Ingredients
- 3 cup all purpose flour
- 1 cup warm milk
- 2 tbsp milk powder
- 2 large eggs beaten
- 3 tbsp sugar
- 2 tbsp oil
- 4 tbsp melted butter
- 2 tsp instant yeast
- 1 tsp salt
- Sausages
Method
- Add yeast to the warm milk and set aside till the yeast is activated. You will see it frothing up which indicates the activation.
- Sieve the flour, then add milk powder, sugar and salt along with the oil and butter and the egg ( save a bit to use as wash) and mix together.
- Add all the milk with the activated yeast and knead together.

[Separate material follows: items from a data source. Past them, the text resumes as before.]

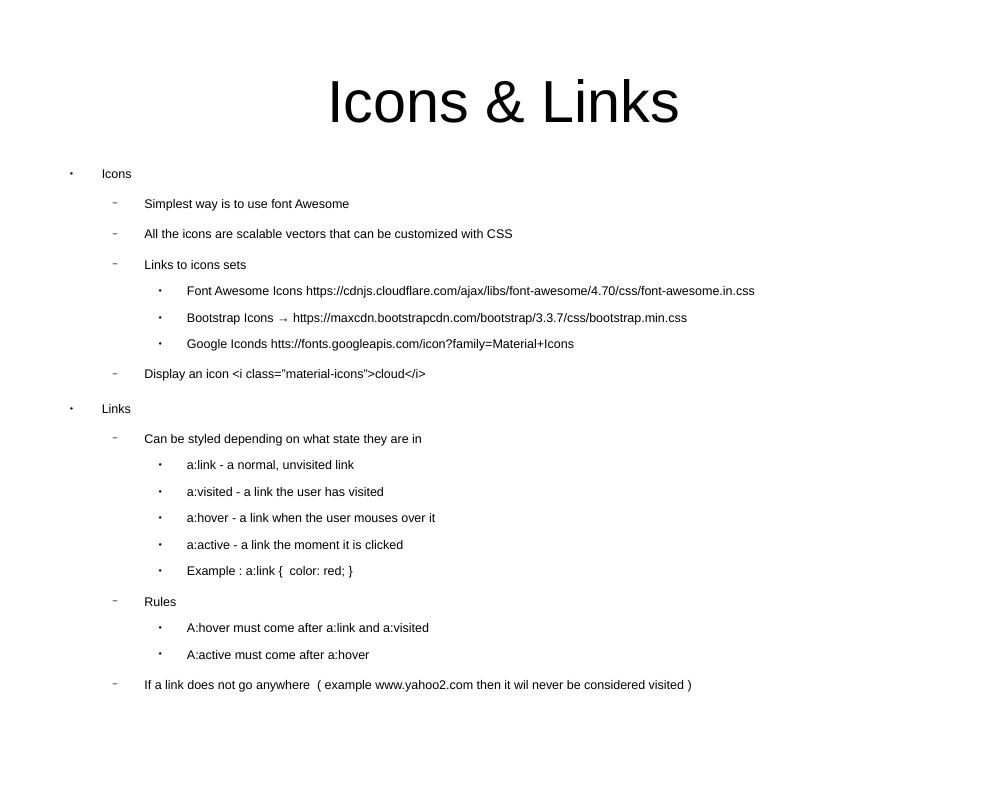
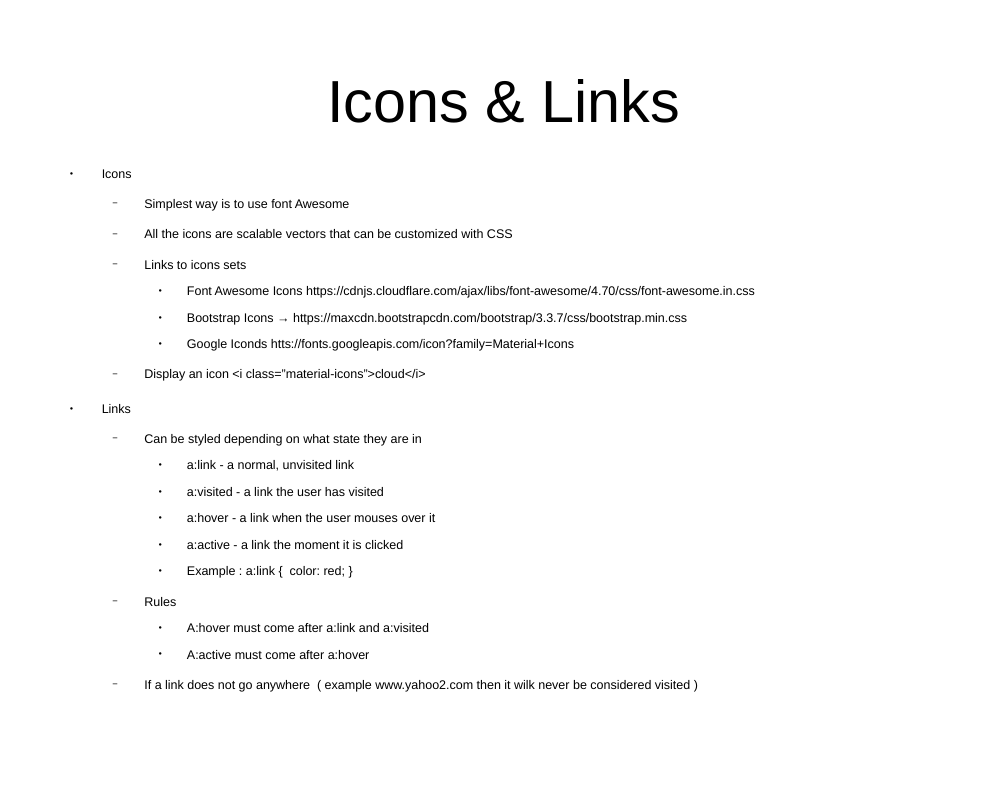
Before and after one commit to CharlesStockman/notesFromCourses, a slide deck: slide 8 of web/css.odp. Drawn at 1008x802 pixels with LibreOffice and Linux fonts; fonts in the diff are those of the drawing. Boxes give left, top, right and bottom in pixels: in the first picture for what was removed or moved away, otherwise in the second. Text is boxed around its words. In the diff, an @@ line names an element or a change of style, - is before the commit and + after.

```diff
--- a/web/css.odp
+++ b/web/css.odp
@@ text at <box>144,680,690,692</box>: text changed @@
-  − If a link does not go anywhere ( example www.yahoo2.com then it wil never be considered visited )
+  − If a link does not go anywhere ( example www.yahoo2.com then it wilk never be considered visited )
```
Also in this commit, not shown: 5 other slides changed, 3 other files.

- Add warm water a little at a time only if required.
- Knead for a good 8-10 minutes. The more you knead it the softer the buns will be.

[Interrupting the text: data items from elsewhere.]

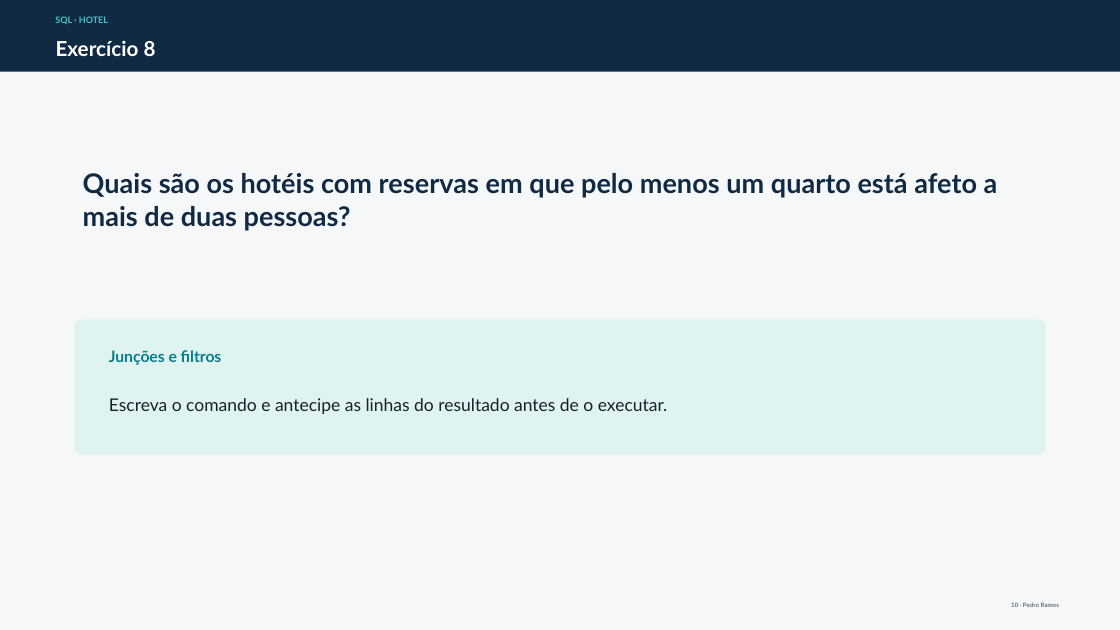
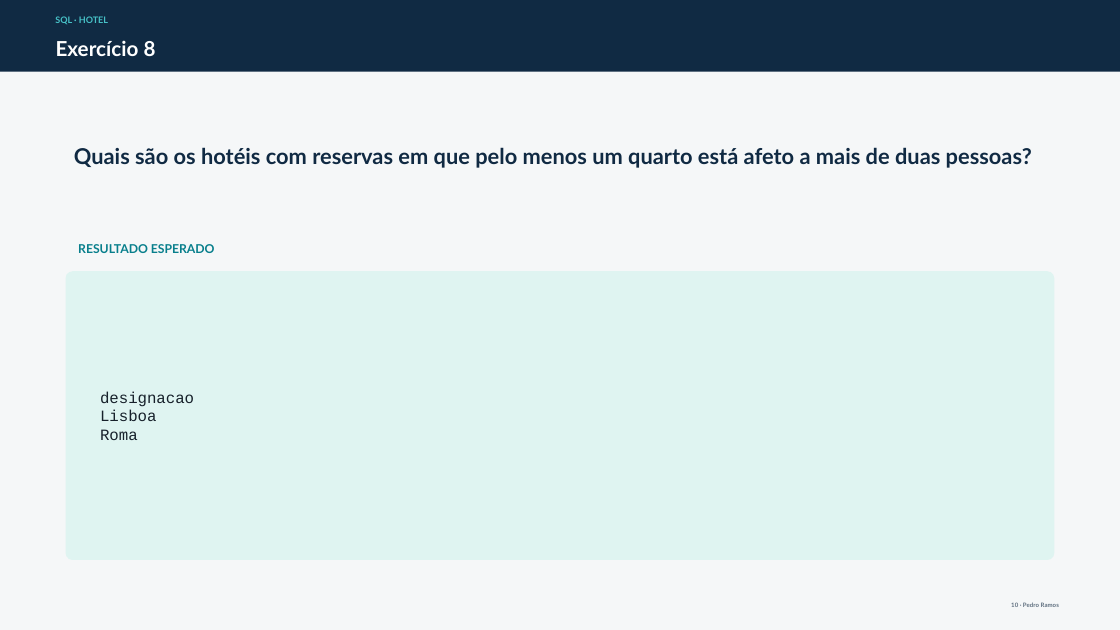
Before and after one commit to pnramos-iscte/docker, a slide deck: slide 10 of docs/exercicios-select-hotel/Exercicios_SELECT_Hotel_slides.pptx. Drawn at 1120x630 pixels with LibreOffice and Linux fonts; fonts in the diff are those of the drawing. Boxes give left, top, right and bottom in pixels: in the first picture for what was removed or moved away, otherwise in the second. Text is boxed around its words. In the diff, an @@ line names an element or a change of style, - is before the commit and + after.

```diff
--- a/docs/exercicios-select-hotel/Exercicios_SELECT_Hotel_slides.pptx
+++ b/docs/exercicios-select-hotel/Exercicios_SELECT_Hotel_slides.pptx
@@ text "Quais são os hotéis com ...": place and size @@
-text "Quais são os hotéis com ..." at bbox=[83, 173, 998, 231]
+text "Quais são os hotéis com ..." at bbox=[74, 147, 1032, 168]
@@ text "Quais são os hotéis com ..." at bbox=[74, 147, 1032, 168]: size 23.2 to 18.8 pt @@
@@ text added at bbox=[78, 244, 215, 253], 10.5 pt, text #087F8C, bold @@
+RESULTADO ESPERADO
@@ rounded rectangle: place and size @@
-rounded rectangle at bbox=[75, 319, 1046, 455]
+rounded rectangle at bbox=[66, 271, 1054, 560]
@@ rounded rectangle at bbox=[66, 271, 1054, 560]: proportions changed @@
@@ text removed at bbox=[109, 350, 222, 365] @@
-Junções e filtros
@@ text at bbox=[100, 391, 194, 440]: text changed; size 15 to 13.5 pt; font Lato to Courier New @@
-Escreva o comando e antecipe as linhas do resultado antes de o executar.
+designacao
+Lisboa
+Roma
```
Also in this commit, not shown: 19 other slides changed, 2 other files.

- Apply oil on the dough and cover it and let the dough rise for a couple of hours or till it doubles.
- Cut the dough into 10 - 20 pieces depending on the size you want your cones (I used a chart paper for the cone and then lined it with aluminium foil).
- Roll each piece into threads of a cm thickness and wrap it around the cone leaving a very small gap in between each line. This is to ensure that you leave some space for the dough to rise.
- Cover with a lint free kitchen towel and let it rise again for one hour in a warm place.
- Fill in sausages in the gap of cones
- Brush the egg wash on the dough and sprinkle sesame seeds.
- Bake in a preheated oven for 18 - 20 mins at 180 degree C.